1. If you are a fan of Hamlet, I highly recommend the 1990 movie Rosencrantz & Guildenstern Are Dead with Gary Oldham, Tim Roth, and Richard Dreyfuss.

2. “Some are born great, some achieve greatness, and some have greatness thrust upon ‘em.” Twelfth Night (Act 2, scene 5, lines 149 - 150)

3. It would take more space than we have here to even begin to give proper treatment to all the lessons lawyers can learn about being a lawyer from reading Shakespeare.

4. For example, the couple lines in Romeo and Juliet where we learn that Juliet’s nurse lost a child (Susan) the same age as Juliet profoundly influences our views on the character, her conduct, and her relationship with Juliet.

5. Bryson, Bill, Shakespeare: The World as Stage, at 115 (Harper Collins, 2007).

6. See <http://public.oed.com/the-oed-today/recent-updates-to-the-oed/previous-updates/december-2011/100000-entries-published-and-counting/>. These figures have changed over the years (more controversy again), but the point remains the same – Shakespeare has had a profound influence on the English language.

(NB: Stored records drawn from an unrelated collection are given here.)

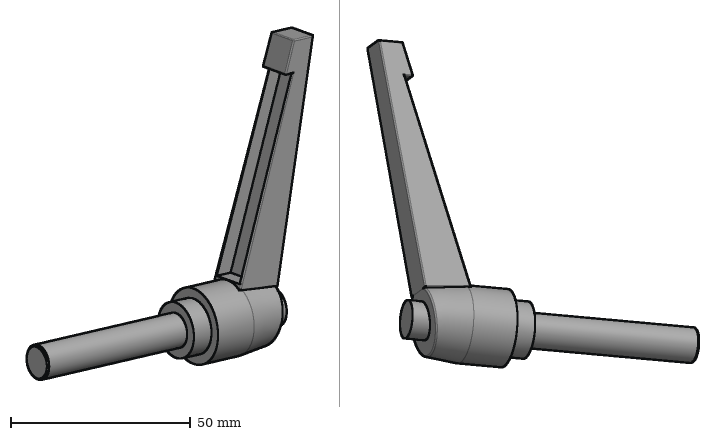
import cadquery as cq


screw_radius = 5.0
screw_end_y = -56.0
screw_chamfer = 0.5
collar_radius = 8.1
collar_end_y = -6.3
head_radius = 5.4
head_end_y = 29.0

hub_radius = 11.0
hub_straight_length = 12.9
cone_length = 13.3
cone_end_radius = 9.6
hub_edge_fillet = 0.5
rear_low = (22.4, -10.0)
rear_high = (25.5, 8.2)

lever_top_z = 78.6
lever_top_back_y = 38.9
lever_top_front_y = 31.8
grip_lip = (28.7, 68.9)
notch_y = 31.2
lever_foot_front = (11.9, 9.4)
lever_foot_back = rear_high
lever_top_half_width = 5.0
lever_foot_half_width = 5.9
lever_edge_fillet = 0.4

pocket_floor_top = (35.0, 66.9)
pocket_floor_foot = (17.4, 11.1)
pocket_foot_rise = 1.7
pocket_top_half_width = 4.65
pocket_foot_half_width = 5.1
mouth_clearance = 4.7


def cylinder(radius, start_y, end_y):
    """Cylinder on the Y axis from start_y up to end_y."""
    base = cq.Workplane("XZ", origin=(0, start_y, 0))
    return base.circle(radius).extrude(start_y - end_y)


def tapered_slab(side_profile, foot_half_width, top_half_width):
    """Side profile extended across X, narrowing from the foot to the lever top."""
    foot_z = lever_foot_back[1]
    slab = cq.Workplane("YZ").polyline(side_profile).close()
    slab = slab.extrude(2 * foot_half_width, both=True)
    taper = (
        cq.Workplane("XZ")
        .polyline([
            (-foot_half_width, foot_z),
            (foot_half_width, foot_z),
            (top_half_width, lever_top_z),
            (-top_half_width, lever_top_z),
        ])
        .close()
        .extrude(2 * lever_top_back_y, both=True)
    )
    return slab.intersect(taper)


def make_hub():
    cone_end_y = hub_straight_length + cone_length
    hub = (
        cq.Workplane("XY")
        .polyline([
            (0, 0),
            (hub_radius, 0),
            (hub_radius, hub_straight_length),
            (cone_end_radius, cone_end_y),
            (0, cone_end_y),
        ])
        .close()
        .revolve(360, (0, 0), (0, 1))
    )
    slope = (rear_high[0] - rear_low[0]) / (rear_high[1] - rear_low[1])
    reach = 2 * hub_radius
    middle_y = rear_low[0] - slope * rear_low[1]
    kept_space = (
        cq.Workplane("YZ")
        .polyline([
            (0, -reach),
            (middle_y - slope * reach, -reach),
            (middle_y + slope * reach, reach),
            (0, reach),
        ])
        .close()
        .extrude(reach, both=True)
    )
    return hub.intersect(kept_space).faces(">Y").edges().fillet(hub_edge_fillet)


def make_lever():
    profile = [
        lever_foot_back,
        (lever_top_back_y, lever_top_z),
        (lever_top_front_y, lever_top_z),
        grip_lip,
        (notch_y, grip_lip[1]),
        lever_foot_front,
    ]
    lever = tapered_slab(profile, lever_foot_half_width, lever_top_half_width)
    side_edges = lever.faces("<X or >X").edges().vals()
    top_front_edge = lever.faces(">Z").edges("<Y").vals()
    lip_edge = lever.edges(cq.NearestToPointSelector((0, *grip_lip))).vals()
    return lever.newObject(side_edges + top_front_edge + lip_edge).fillet(lever_edge_fillet)


def make_pocket():
    foot_y, foot_z = lever_foot_front
    profile = [
        (notch_y, grip_lip[1]),
        pocket_floor_top,
        pocket_floor_foot,
        (foot_y, foot_z + pocket_foot_rise),
        (foot_y - mouth_clearance, foot_z + pocket_foot_rise),
        (notch_y - mouth_clearance, grip_lip[1]),
    ]
    return tapered_slab(profile, pocket_foot_half_width, pocket_top_half_width)


screw = cylinder(screw_radius, screw_end_y, 0).faces("<Y").chamfer(screw_chamfer)
collar = cylinder(collar_radius, collar_end_y, hub_straight_length)
screw_head = cylinder(head_radius, 0, head_end_y)
lever = make_lever().cut(make_pocket())

result = make_hub().union(lever).union(collar).union(screw).union(screw_head)
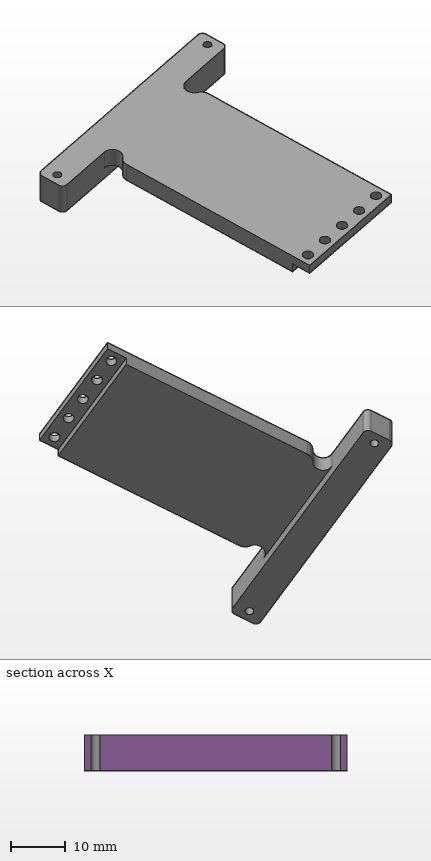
import cadquery as cq
import math

total_length = 54.0
bar_length = 48.0
bar_width = 6.0
bar_height = 6.6
bar_corner_radius = 1.0
bar_hole_diameter = 1.55
bar_hole_inset = 2.0

plate_width = 24.0
plate_thickness = 4.0
lip_length = 4.0
lip_thickness = plate_thickness / 2
plate_hole_diameter = 2.0
plate_hole_inset = 2.0
plate_hole_count = 5

relief_radius = 1.9
shoulder_radius = 2.0

plate_bottom = bar_height - plate_thickness
plate_length = total_length - bar_width


def make_bar():
    bar = cq.Workplane("XY").box(bar_width, bar_length, bar_height, centered=(False, True, False))
    return bar.edges("|Z").fillet(bar_corner_radius)


def make_plate():
    plate = (
        cq.Workplane("XY", origin=(bar_width, 0, plate_bottom))
        .box(plate_length, plate_width, plate_thickness, centered=(False, True, False))
    )
    lip_cut = (
        cq.Workplane("XY", origin=(total_length - lip_length, 0, plate_bottom))
        .box(lip_length, plate_width, plate_thickness - lip_thickness, centered=(False, True, False))
    )
    return plate.cut(lip_cut)


def make_relief(side):
    """Round notch centred on the plate edge, blended into that edge by a tangent shoulder arc."""
    edge_y = side * plate_width / 2
    relief_x = bar_width + relief_radius

    center_distance = relief_radius + shoulder_radius
    shoulder_angle = math.asin(shoulder_radius / center_distance)
    shoulder_x = relief_x + center_distance * math.cos(shoulder_angle)
    shoulder_y = edge_y - side * shoulder_radius
    tangent_point = (
        relief_x + relief_radius * math.cos(shoulder_angle),
        edge_y - side * relief_radius * math.sin(shoulder_angle),
    )
    shoulder_mid_angle = (math.pi / 2 + math.pi - shoulder_angle) / 2
    shoulder_mid = (
        shoulder_x + shoulder_radius * math.cos(shoulder_mid_angle),
        shoulder_y + side * shoulder_radius * math.sin(shoulder_mid_angle),
    )
    return (
        cq.Workplane("XY", origin=(0, 0, plate_bottom))
        .moveTo(bar_width, edge_y)
        .threePointArc((relief_x, edge_y - side * relief_radius), tangent_point)
        .threePointArc(shoulder_mid, (shoulder_x, edge_y))
        .close()
        .extrude(plate_thickness)
    )


def make_holes(points, diameter):
    return cq.Workplane("XY").pushPoints(points).circle(diameter / 2).extrude(bar_height)


bar_hole_y = bar_length / 2 - bar_hole_inset
bar_hole_points = [(bar_width / 2, side * bar_hole_y) for side in (-1, 1)]

first_plate_hole_y = plate_hole_inset - plate_width / 2
plate_hole_pitch = (plate_width - 2 * plate_hole_inset) / (plate_hole_count - 1)
plate_hole_points = [
    (total_length - plate_hole_inset, first_plate_hole_y + i * plate_hole_pitch)
    for i in range(plate_hole_count)
]

result = make_bar().union(make_plate())
for side in (-1, 1):
    result = result.cut(make_relief(side))
result = result.cut(make_holes(bar_hole_points, bar_hole_diameter))
result = result.cut(make_holes(plate_hole_points, plate_hole_diameter))
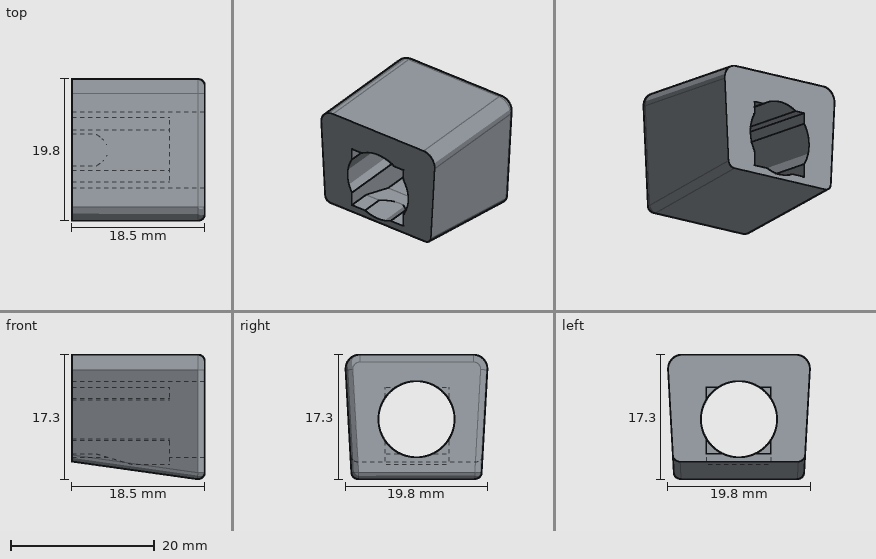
import cadquery as cq
import math

length = 18.5
closed_end_height = 17.5
underside_slope = math.radians(8)
open_end_height = closed_end_height - length * math.tan(underside_slope)
top_width = 20.0
bottom_width = 18.04

top_edge_radius = 2.0
bottom_edge_radius = 1.0
end_edge_radius = 1.0

bore_diameter = 10.57
bore_z = -9.0

pocket_width = 8.92
pocket_center_y = 0.06
pocket_roof_z = -4.54
pocket_height = 9.25
pocket_depth = 13.5

ramp_start_x = 3.3
ramp_length = 5.1
ramp_drop = 1.5


def make_block():
    """Block with tapered sides and a sloping underside, rounded on all but the open face."""
    half_top = top_width / 2
    half_bottom = bottom_width / 2
    cross_section = [
        (-half_top, 0),
        (half_top, 0),
        (half_bottom, -closed_end_height),
        (-half_bottom, -closed_end_height),
    ]
    side_profile = [
        (0, 0),
        (length, 0),
        (length, -closed_end_height),
        (0, -open_end_height),
    ]
    tapered = cq.Workplane("YZ").polyline(cross_section).close().extrude(length)
    wedge = cq.Workplane("XZ").polyline(side_profile).close().extrude(half_top, both=True)
    block = tapered.intersect(wedge)

    block = block.faces(">Z").edges("|X").fillet(top_edge_radius)
    block = block.faces("<Z").edges("not |Y").fillet(bottom_edge_radius)
    return block.faces(">X").edges().fillet(end_edge_radius)


def make_bore():
    """Cylinder running the full length of the block."""
    return cq.Workplane("YZ").center(0, bore_z).circle(bore_diameter / 2).extrude(length)


def make_pocket():
    """Pocket with a flat roof and a floor that ramps down to a lower level."""
    entry_floor_z = pocket_roof_z - pocket_height
    lower_floor_z = entry_floor_z - ramp_drop
    pocket_profile = [
        (0, pocket_roof_z),
        (pocket_depth, pocket_roof_z),
        (pocket_depth, lower_floor_z),
        (ramp_start_x + ramp_length, lower_floor_z),
        (ramp_start_x, entry_floor_z),
        (0, entry_floor_z),
    ]
    pocket = cq.Workplane("XZ").polyline(pocket_profile).close().extrude(pocket_width / 2, both=True)
    return pocket.translate((0, pocket_center_y, 0))


result = make_block().cut(make_bore()).cut(make_pocket())
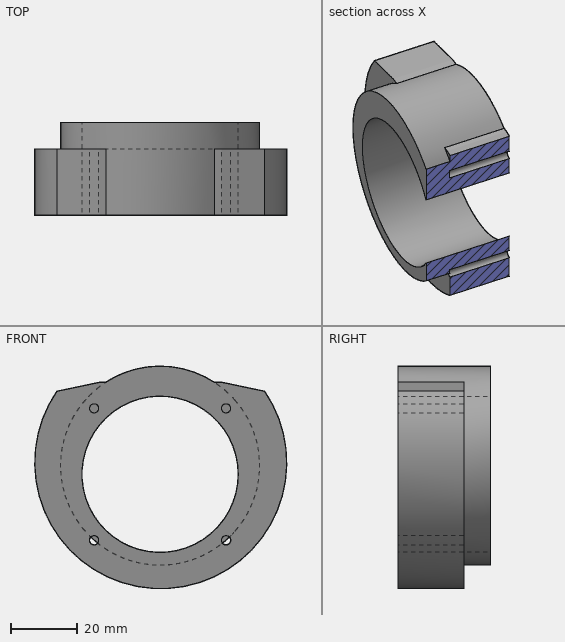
import cadquery as cq
import math

flange_depth = 20.0
total_depth = 28.0

bore_diameter = 47.0
collar_diameter = 60.0
collar_height = 2.6
flange_diameter = 76.0
flange_height = 3.5
flange_side_offset = 0.2

shoulder_height = 27.75
shoulder_half_width = 18.4
corner_half_width = 31.3

hole_diameter = 2.75
hole_circle_diameter = 56.2
hole_count = 4
first_hole_angle = 45


def front_plane():
    """XZ plane of the front face, with its normal along +Y and local y along -Z."""
    return cq.Workplane(cq.Plane(origin=(0, 0, 0), xDir=(1, 0, 0), normal=(0, 1, 0)))


def cylinder(diameter, depth, height=0.0):
    """Cylinder running back from the front face, its axis at the given height."""
    return front_plane().center(0, -height).circle(diameter / 2).extrude(depth)


def flange():
    """Round flange whose top is cut to a flat shoulder with two sloping sides."""
    radius = flange_diameter / 2
    corner_height = flange_height + math.sqrt(radius**2 - corner_half_width**2)
    bottom_height = flange_height - radius
    return (
        front_plane()
        .center(flange_side_offset, 0)
        .moveTo(-corner_half_width, -corner_height)
        .lineTo(-shoulder_half_width, -shoulder_height)
        .lineTo(shoulder_half_width, -shoulder_height)
        .lineTo(corner_half_width, -corner_height)
        .threePointArc((0, -bottom_height), (-corner_half_width, -corner_height))
        .close()
        .extrude(flange_depth)
    )


def screw_holes():
    """Four holes that reach through the flange and end level with its back face."""
    return (
        front_plane()
        .polarArray(hole_circle_diameter / 2, first_hole_angle, 360, hole_count)
        .circle(hole_diameter / 2)
        .extrude(flange_depth)
    )


collar = cylinder(collar_diameter, total_depth, collar_height)
bore = cylinder(bore_diameter, total_depth)

result = flange().union(collar).cut(bore).cut(screw_holes())

7. I excluded quotes from plays like Hamlet, Othello, and Macbeth because those plays could each produce a substantial list of quotes on their own.

8. All of the cited quotations come from the Folger Shakespeare Library editions of the plays as published by Simon and Schuster.

9. Hamlet (Act 3, scene 2, lines 18 - 19)

10. “Cold wisdom” comes from All’s Well That Ends Well (Act 1, scene 1, line 110), and “too early seen unknown, and known too late” comes from Romeo and Juliet (Act 1, scene 5, line 153).